Confidently Approach

Hebrews 4:15-16 on watercolor background

God is approachable & He understands our struggles with human weakness because he sent Jesus to serve in human form. He became one of us to be able to fully understand and serve us. How powerful is that?!

We don’t have to shy away from our reliance on the gift of His grace – it’s actually what He wants of us. In our work lives. In our relationships. In our spiritual lives. He wants us to rely on Him and take Him up on His offer to help us navigate our worldly issues. It brings us to Him each time we acknowledge our weakness and lean on Him.

So with whatever struggles you have today, just remember…

Approach the throne. Receive grace. Receive mercy. Receive help.

The Part That’s Been Missing

It’s been a while since I’ve been able to photograph a full shoot. And not necessarily by my choice.

Earlier in our pregnancy we got news that there was a complication that meant restricted activity. No exercise. No picking up Peanut. And clearly, no hauling photo gear and running around in the heat for shoots. I squeaked out Quinn’s newborn photos (thanks to the help of Jason hauling the baskets/blankets/my photo bag in and out of the house for me – THANK YOU, JASON!), but that was about it.

Other shoots had to be rescheduled (more thank you’s go out here to my AMAZING clients who were so kind and supportive about this), and inquiries had to be declined. And it was worth it to be sure I was doing all that I could to keep our little girl safe and sound for as long as possible.

But to be honest, y’all, it sucked too.

Because I miss it. I know that I won’t be shooting for a few weeks after having the new baby, and that’s ok. But the combination of limited activity for weeks/months prior to that point just makes for a long time without shooting. Without working with my clients. And I miss it. I miss them.  I miss getting to be a part of those life moments – the big and the little.

Nacogdoches photographer family portraits in a field filled with morning light

I’m so happy to say that our God is good and has answered our prayers for the complication to resolve itself! So thankful for His provision for us & for His healing. And I’m so so so thankful for all of the prayers that were sent up on our behalf – including those coming from clients who knew of our situation.

But I’m honestly still having a hard time with so much time out from my photography. Sure, it’s been a good break to be able to just go to sleep at a decent hour (or at least try to sleep lately) rather than being up late editing after everyone’s gone to bed, but I miss it.

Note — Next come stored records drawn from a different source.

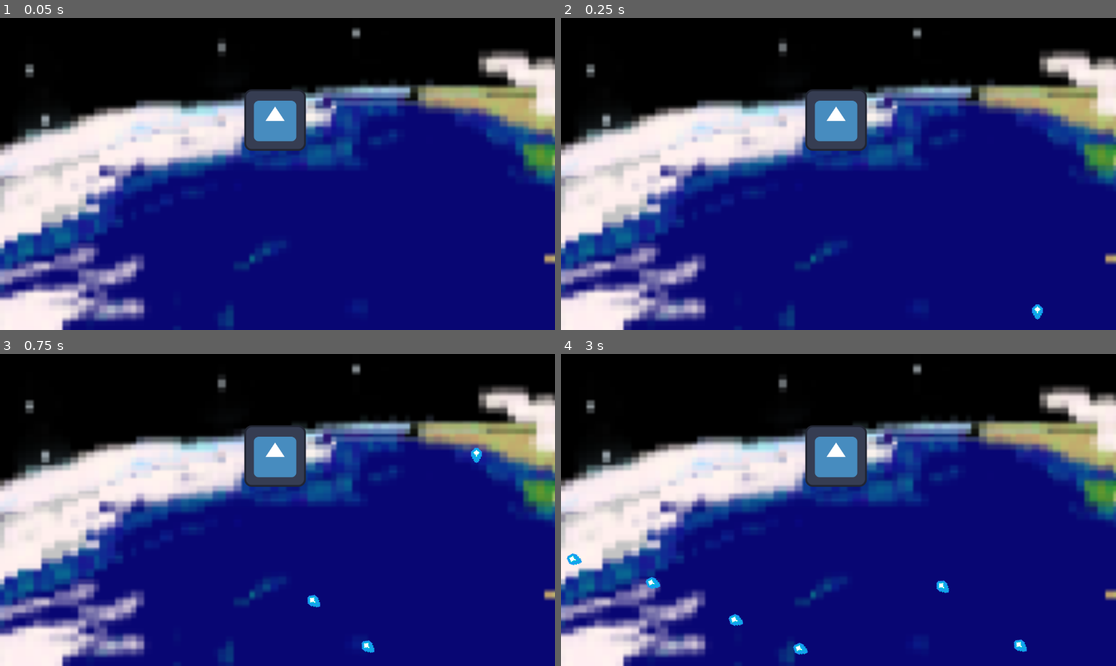
Above: before the commit, frames 1-4 (two rows, left to right).
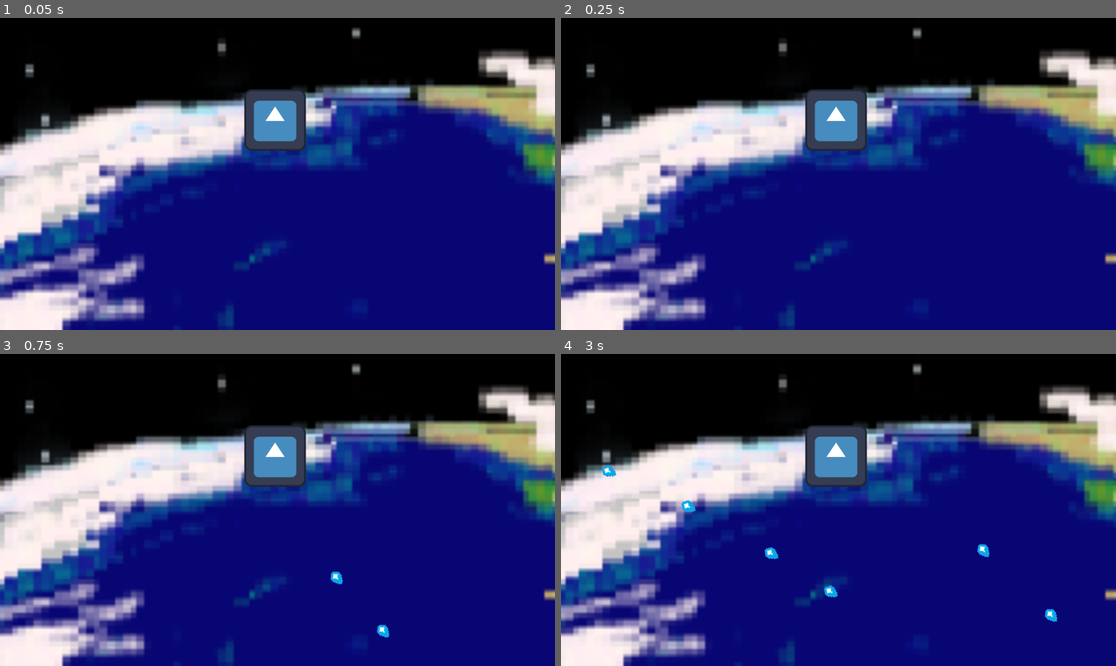
Above: after the commit, the same moments.

Repository: justCallMeJeg/ChaosWingNemesis
Game: Godot game, scene res://src/scenes/Test.tscn
Same seed, same stepped clock (60 frames per second), same inputs: the game is played once before the commit and once after it. This scene is started directly instead of the project's main scene. The engine's default icon, where the game draws it, is replaced by a stand-in: a white triangle on a blue panel in a dark square.
Inputs (mouse positions are in pixels of both pictures, inside the frame that each line leads up to):
- Up to frame 1 (0.05 s): no input
- Up to frame 2 (0.25 s): no input
- Up to frame 3 (0.75 s): move the mouse to (399, 494) at 0.52 s; hold D (right) from 0.53 s (still down)
- Up to frame 4 (3 s): move the mouse to (727, 525) at 1.27 s; release D (right) at 1.28 s; hold S (down) 1.28-2.03 s; move the mouse to (894, 441) at 2.02 s; hold D (right) 2.03-2.78 s; move the mouse to (810, 572) at 2.77 s; hold W (up) from 2.78 s (still down)

Frame 1 is identical in both runs. In frame 2, less than 0.1% of the frame differs, in the area x 84-87%, y 91-97%; in frame 3, 0.4%; in frame 4, 0.9%, in the area x 1-90%, y 35-97%.

Commit message:
Fixed Aiming problem

Diff:
--- a/project.godot
+++ b/project.godot
@@ -51,6 +51,11 @@
 , Object(InputEventKey,"resource_local_to_scene":false,"resource_name":"","device":0,"window_id":0,"alt_pressed":false,"shift_pressed":false,"ctrl_pressed":false,"meta_pressed":false,"pressed":false,"keycode":0,"physical_keycode":4194322,"key_label":0,"unicode":0,"echo":false,"script":null)
 ]
 }
+attack={
+"deadzone": 0.5,
+"events": [Object(InputEventMouseButton,"resource_local_to_scene":false,"resource_name":"","device":-1,"window_id":0,"alt_pressed":false,"shift_pressed":false,"ctrl_pressed":false,"meta_pressed":false,"button_mask":0,"position":Vector2(0, 0),"global_position":Vector2(0, 0),"factor":1.0,"button_index":1,"canceled":false,"pressed":false,"double_click":false,"script":null)
+]
+}
 
 [layer_names]
 
--- /dev/null
+++ b/src/scenes/Player/player.tscn
@@ -0,0 +1,49 @@
+[gd_scene load_steps=4 format=3 uid="uid://dxb3yr0tvtatu"]
+
+[ext_resource type="Texture2D" uid="uid://diy6xmjxh1mdp" path="res://src/sprites/Ships/GUARDIAN-removebg-preview.png" id="1_uy32s"]
+
+[sub_resource type="GDScript" id="GDScript_8vupb"]
+script/source = "extends CharacterBody2D
+
+
+@export var SPEED = 300.0
+@onready var raycast = $RayCast2D
+
+func _ready():
+	pass
+
+func _physics_process(delta):
+	var move_vector = Vector2()
+	if Input.is_action_just_pressed(\"up\"):
+		move_vector.y -= 1
+	if Input.is_action_just_pressed(\"down\"):
+		move_vector.y += 1
+	if Input.is_action_just_pressed(\"left\"):
+		move_vector.x -= 1
+	if Input.is_action_just_pressed(\"right\"):
+		move_vector.x += 1
+	move_vector = move_vector.normalized()
+	move_and_collide(move_vector * SPEED * delta)
+
+	var look_vector = get_global_mouse_position() - global_position
+	global_rotation = atan2(look_vector.y,look_vector.x)
+"
+
+[sub_resource type="CapsuleShape2D" id="CapsuleShape2D_j3u0j"]
+radius = 63.0
+height = 338.0
+
+[node name="Player" type="Node2D"]
+
+[node name="Player" type="CharacterBody2D" parent="."]
+motion_mode = 1
+script = SubResource("GDScript_8vupb")
+
+[node name="RayCast2D" type="RayCast2D" parent="Player"]
+target_position = Vector2(0, 2000)
+
+[node name="Sprite2D" type="Sprite2D" parent="Player"]
+texture = ExtResource("1_uy32s")
+
+[node name="CollisionShape2D" type="CollisionShape2D" parent="Player"]
+shape = SubResource("CapsuleShape2D_j3u0j")
--- a/src/scenes/Test.tscn
+++ b/src/scenes/Test.tscn
@@ -104,6 +104,7 @@
 
 [node name="Player" type="CharacterBody2D" parent="."]
 position = Vector2(989, 797)
+rotation = 1.5708
 collision_layer = 3
 collision_mask = 3
 motion_mode = 1
--- a/src/scripts/PlayerMovement.gd
+++ b/src/scripts/PlayerMovement.gd
@@ -22,14 +22,12 @@
 func getInput():
 	var input_direction = Input.get_vector("left", "right", "up", "down")
 	velocity = input_direction * speed
+	#rotation
+	var look_vector = (get_global_mouse_position() - global_position).normalized()
 
+	global_rotation = (atan2(look_vector.y, look_vector.x))+0.5 * PI
 
 
 func _physics_process(_delta):
 	getInput()
 	move_and_slide()
-
-	#rotation
-	var look_vector = get_global_mouse_position() - global_position
-
-	global_rotation = atan2(look_vector.y, look_vector.x) -30
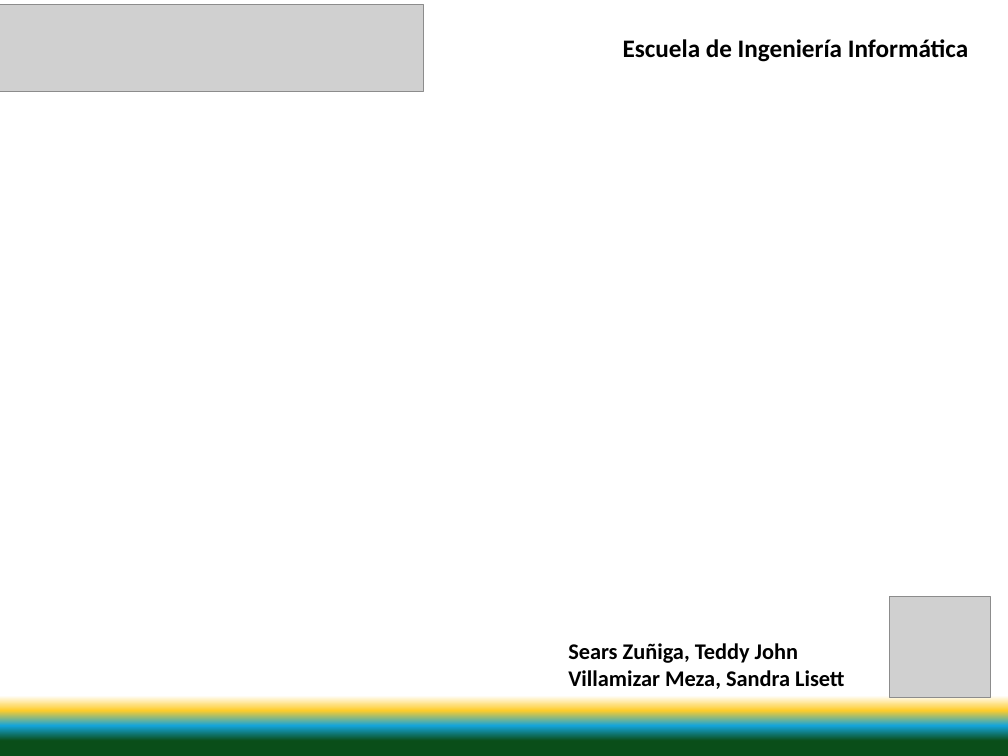
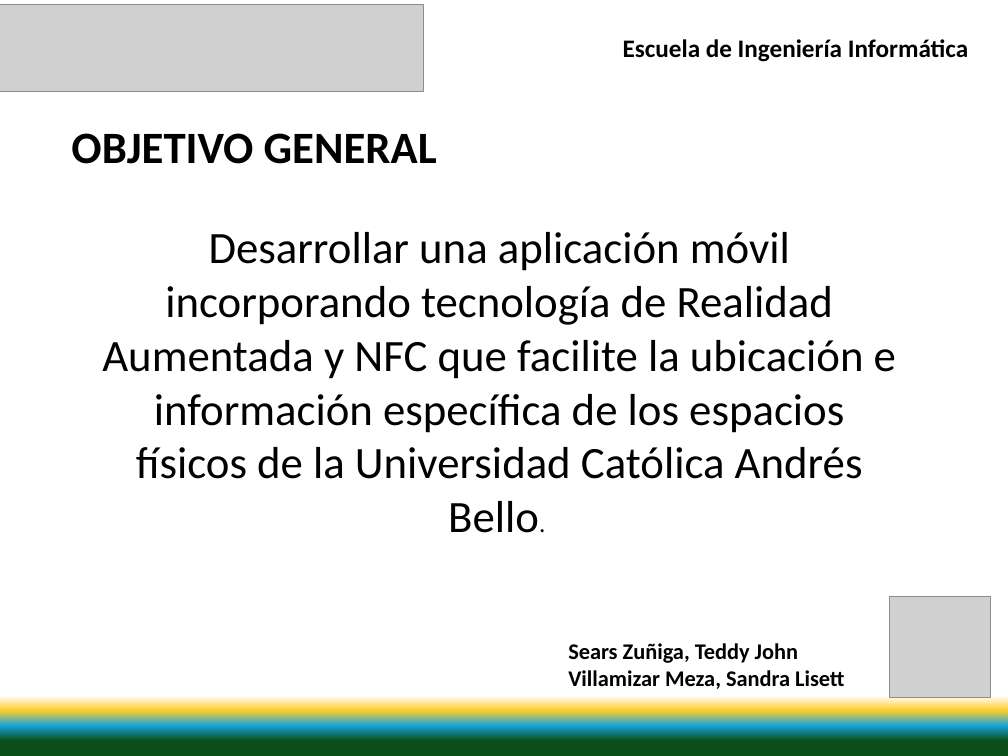
Before and after one commit to svillami/SanTed, a slide deck: slide 4 of Documentacion/Presentacion/Presentacion V1.0.pptx. Drawn at 1008x756 pixels with LibreOffice and Linux fonts; fonts in the diff are those of the drawing; grey boxes stand for pictures. Boxes give left, top, right and bottom in pixels: in the first picture for what was removed or moved away, otherwise in the second. Text is boxed around its words. In the diff, an @@ line names an element or a change of style, - is before the commit and + after.

```diff
--- a/Documentacion/Presentacion/Presentacion V1.0.pptx
+++ b/Documentacion/Presentacion/Presentacion V1.0.pptx
@@ text added at <box>71,133,437,164</box>, 32 pt, text #000000, bold @@
+OBJETIVO GENERAL
@@ text added at <box>102,232,896,533</box>, 32 pt, text #000000 @@
+Desarrollar una aplicación móvil incorporando tecnología de Realidad Aumentada y NFC que facilite la ubicación e información específica de los espacios físicos de la Universidad Católica Andrés Bello.
```
Also in this commit, not shown: 3 other slides changed, 2 other files.
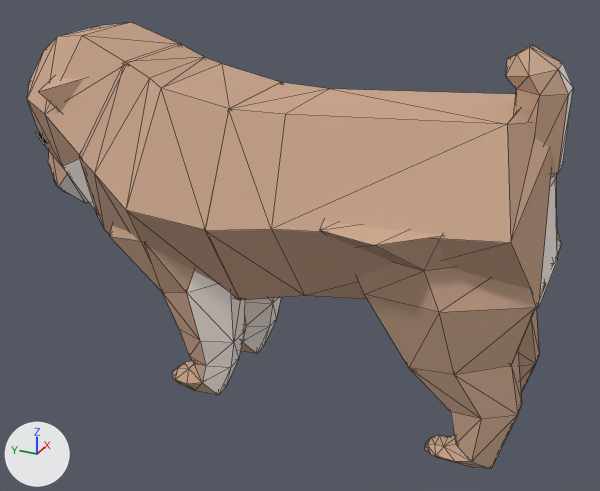
The Blender file friends/choroDog/chorodog.blend as it was, and as the next commit left it.
The view is the same before and after, from a 50 mm lens placed at (-2.69, -1.37, 2.0), pointed at (0.0, -0.16, 0.65). Arrows for +X, +Y and +Z are at lower left; the lights stay in place. Mesh edges are drawn as thin lines.

Objects in the first picture: 'chest', 'head', 'hip', 'legBLS', 'legBLST', 'legBLT', 'legBRS', 'legFLS', 'legFLST', 'legFLT', 'legFRS', 'tail'.
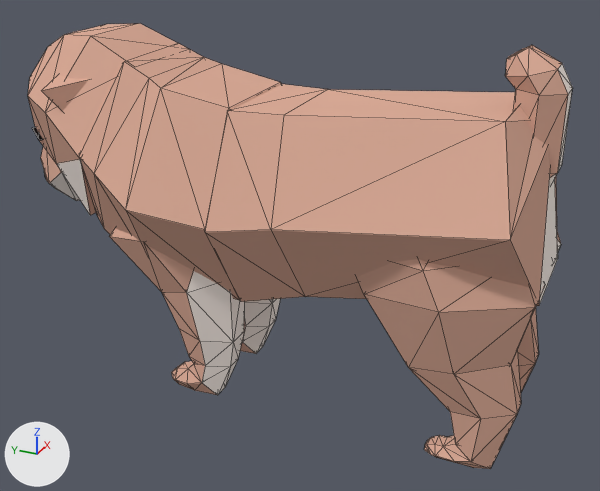
The newer file is also rescaled (x0.522), turned or shifted as a whole; pictures and numbers use the older file's frame.

Location of each change, [x1, y1, x2, y2] in pixels of the pictures (600 x 491 px; the box of a moved part takes in the faces that stretch with it):
'legBLT', reshaped: before [320, 221, 546, 375]; after [357, 259, 545, 374]
'head', reshaped: before [27, 22, 179, 211]; after [28, 23, 178, 215]
part 2 of me_cylinder_016, moved or reshaped: before [320, 221, 546, 284]; after [395, 259, 451, 271]

The change in detail:
me_cube_001 has 78 vertices, 132 faces and spans x -31.4..26.1, y -31.4..34.6, z -12.7..11.0.
me_cube_001 is used by ob_head; location (0.0, 0.685, 1.063); rotation (-0.538, 0.372, 0.527), in degrees (-31, 21, 30); scale (0.0116, -0.0116, -0.0282).
me_cube_001 part 1: the whole mesh is multiplied about the mesh origin by the matrix ((0.999, 0.02, 0.099), (-0.017, 1.03, -0.172), (-0.017, 0.03, 0.991)).
me_cylinder_016 has 30 vertices, 56 faces and spans x -0.15..0.14, y -0.17..0.24, z -3.35..2.69.
me_cylinder_016 is used by ob_legblt; location (-0.191, -0.776, 0.7); rotation (0.0, 0.241, 1.571), in degrees (0, 14, 90); scale (2.13, 1.12, 0.129).
Part 2, on me_cylinder_016:
Vertex 7 of me_cylinder_016 moves from (-0.02, -0.17, -0.18) to (-0.01, -0.15, -0.17).
Vertex 16 of me_cylinder_016 moves from (-0.13, -0.11, 1.28) to (-0.13, -0.11, 0.96).
Vertex 18 of me_cylinder_016 moves from (0.14, 0.2, 2.39) at pixel (319, 230) to (0.13, 0.05, 2.79).
Vertex 19 of me_cylinder_016 moves from (0.05, 0.24, 2.03) at pixel (374, 245) to (0.04, 0.08, 2.63).
Vertex 20 of me_cylinder_016 moves from (0.14, 0.1, 2.69) to (0.14, -0.05, 2.49).
Vertex 21 of me_cylinder_016 moves from (0.05, 0.04, 2.62) to (0.06, -0.12, 2.03).
Vertex 22 of me_cylinder_016 moves from (-0.05, 0.07, 2.26) to (-0.04, -0.09, 1.88).
Vertex 23 of me_cylinder_016 moves from (-0.05, 0.18, 1.97) at pixel (441, 235) to (-0.05, 0.01, 2.17).

Photography is such a big part of me and it’s been hard to take such a step back from it. It has felt like there’s this big part of me that’s been missing. I’ve been trying to work on other photo-related projects to fill the void, but working with clients and facilitating the portrait experience from beginning to end is like that phantom limb. It’s there in my mind, but in reality it’s gone.

 

I’m trying to take what I can from this season that has been orchestrated for me. I’m trying to take the slower time to rest and to learn. I’m trying to remember that the weeks will go by quickly, and I’ll be back soon enough. I’m trying to make the most of this and be at peace with it, but I’m sure squeezing in one more shoot before the baby arrives will help a little bit too!

 

So here’s to phantom limbs, trying to embrace slow seasons (wanted or unwanted), and to answered prayers!

He Provides

I am always so thankful when God sends reminders my way that in the midst of all of the chaos, He has never left, and He is sending me just what I need for each and every day. When plans go awry, when the answer seems to just be silence, when I get caught up in my own wishes and desires.

 

It may be a gorgeous sunrise that takes my mind off of the lack of sleep that’s left me dragging.

It may be a request from Peanut for “fishy kisses” in the middle of a day where I feel totally inadequate as a parent.

It may be a simple text or a conversation with a friend that makes me feel less alone in the struggle and reminds me to continue to focus on Him and His will.

Nacogdoches photographer Bible verse 2 Corinthians 12:9 with image of clouds

I had one of those moments yesterday, and as always, it was in His perfect timing.

 

In all seasons, we need to remember that He will give us the grace we need to weather the storm or praise the victories. And even if His answer is “no” or “wait” or simply silence, there is always an answer. And a beautiful reason for it. He will provide. It’s our job to trust and to try our best to open our hearts. It’s not always easy to just sit in the circumstances that are causing us to rely solely on His grace, but it is worth it to strengthen your reliance on Him and allow His plan to take shape.